Data extract Start Marker
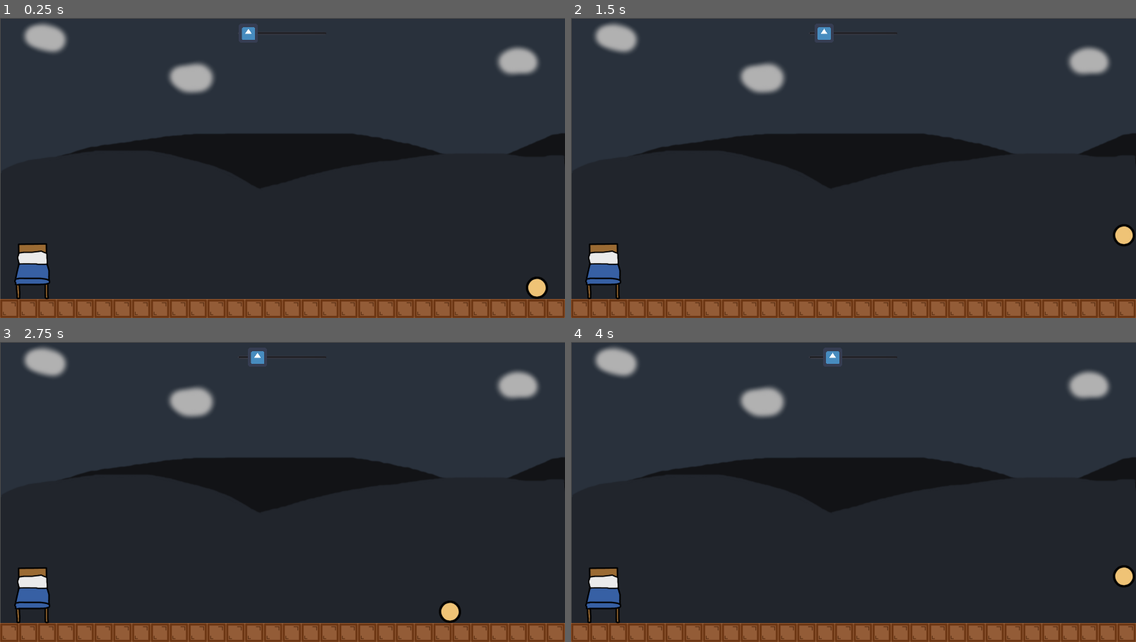
Above: before the commit, frames 1-4 (two rows, left to right).
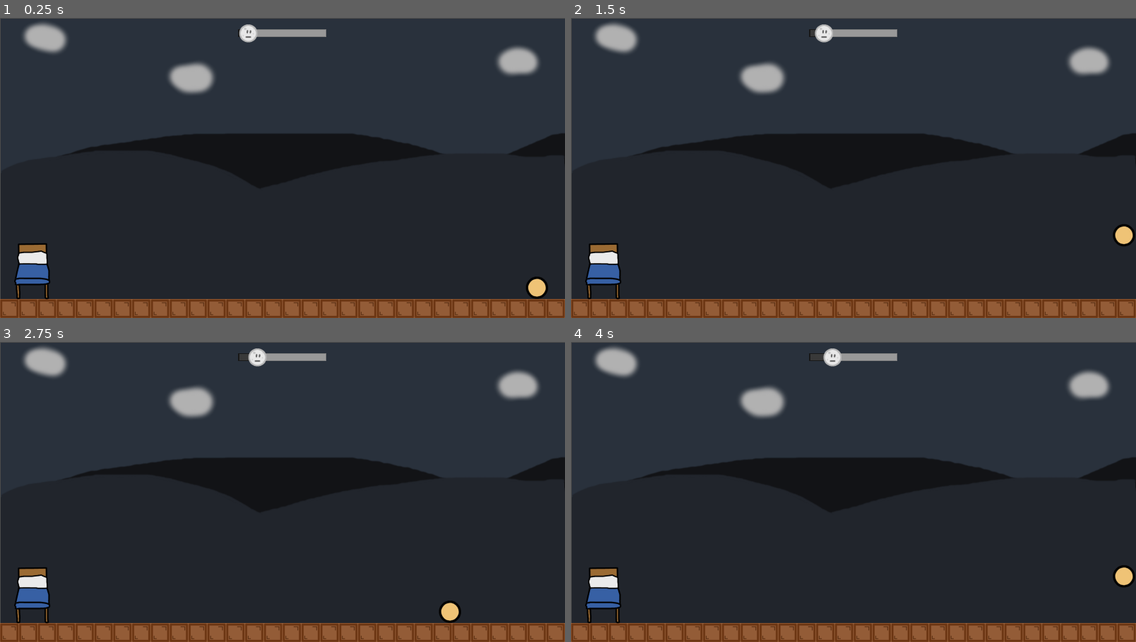
Above: after the commit, the same moments.

Repository: moisesjbc/a-la-cama
Game: Godot game, scene res://gameplay/main/main.tscn
Same seed, same stepped clock (60 frames per second), same inputs: the game is played once before the commit and once after it. The engine's default icon, where the game draws it, is replaced by a stand-in: a white triangle on a blue panel in a dark square.
Inputs:
- Up to frame 1 (0.25 s): no input
- Up to frame 2 (1.5 s): tap Enter at 0.5 s; hold D (ui_right) from 0.53 s (still down); tap Space at 0.77 s
- Up to frame 3 (2.75 s): tap Space at 1.52 s; release D (ui_right) at 2.03 s; hold A (ui_left) from 2.03 s (still down)
- Up to frame 4 (4 s): release A (ui_left) at 2.78 s; hold D (ui_right) from 2.78 s (still down); tap Space at 3.02, 3.77 s

The runs differ from the first frame. In frame 1, 0.5% of the frame differs, in the area x 42-58%, y 2-9%; in frame 2, 0.5%; in frame 3, 0.4%; in frame 4, 0.4%.

Commit message:
Added styles for timer

Diff:
--- a/godot-project/gameplay/gui/timer/timer.tscn
+++ b/godot-project/gameplay/gui/timer/timer.tscn
@@ -1,22 +1,47 @@
-[gd_scene load_steps=3 format=2]
+[gd_scene load_steps=5 format=2]
 
-[ext_resource path="res://icon.png" type="Texture" id=1]
+[ext_resource path="res://gameplay/gui/timer/timer_moon.png" type="Texture" id=1]
 [ext_resource path="res://gameplay/gui/timer/timer.gd" type="Script" id=2]
+
+[sub_resource type="StyleBoxFlat" id=1]
+border_width_left = 3
+border_width_top = 3
+border_width_right = 3
+border_width_bottom = 3
+border_color = Color( 0.498039, 0.498039, 0.498039, 1 )
+expand_margin_top = 10.0
+expand_margin_bottom = 10.0
+
+[sub_resource type="StyleBoxFlat" id=3]
+bg_color = Color( 0.223529, 0.223529, 0.223529, 1 )
+border_width_left = 3
+border_width_top = 3
+border_width_right = 3
+border_width_bottom = 3
+border_color = Color( 0.0941176, 0.0941176, 0.0941176, 1 )
+expand_margin_top = 10.0
+expand_margin_bottom = 10.0
 
 [node name="time_counter" type="MarginContainer"]
 anchor_right = 1.0
-margin_bottom = 20.0
+margin_bottom = 85.0
 custom_constants/margin_top = 20
 script = ExtResource( 2 )
 
 [node name="center_container" type="CenterContainer" parent="."]
 margin_top = 20.0
 margin_right = 1920.0
-margin_bottom = 84.0
+margin_bottom = 85.0
 
 [node name="slider" type="HSlider" parent="center_container"]
 margin_left = 810.0
+margin_top = 17.0
 margin_right = 1110.0
-margin_bottom = 64.0
-rect_min_size = Vector2( 300, 0 )
-custom_icons/grabber = ExtResource( 1 )
+margin_bottom = 47.0
+rect_min_size = Vector2( 300, 30 )
+custom_icons/grabber_disabled = ExtResource( 1 )
+custom_styles/slider = SubResource( 1 )
+custom_styles/grabber_area = SubResource( 3 )
+value = 50.0
+editable = false
+scrollable = false
Binary file added: godot-project/gameplay/gui/timer/timer_moon.png
Not shown, added: godot-project/gameplay/gui/timer/timer_moon.png.import
Not shown, added: design/timer_moon.xcf
Data extract End Marker
◆ Work order:
Find "0.498039, 1 )" in the entries above and copy that whole line exactly, then each line after it through the line that contains "anchor_right = 1.0".

◆ Output for this exercise:
+border_color = Color( 0.498039, 0.498039, 0.498039, 1 )
+expand_margin_top = 10.0
+expand_margin_bottom = 10.0
+
+[sub_resource type="StyleBoxFlat" id=3]
+bg_color = Color( 0.223529, 0.223529, 0.223529, 1 )
+border_width_left = 3
+border_width_top = 3
+border_width_right = 3
+border_width_bottom = 3
+border_color = Color( 0.0941176, 0.0941176, 0.0941176, 1 )
+expand_margin_top = 10.0
+expand_margin_bottom = 10.0
 
 [node name="time_counter" type="MarginContainer"]
 anchor_right = 1.0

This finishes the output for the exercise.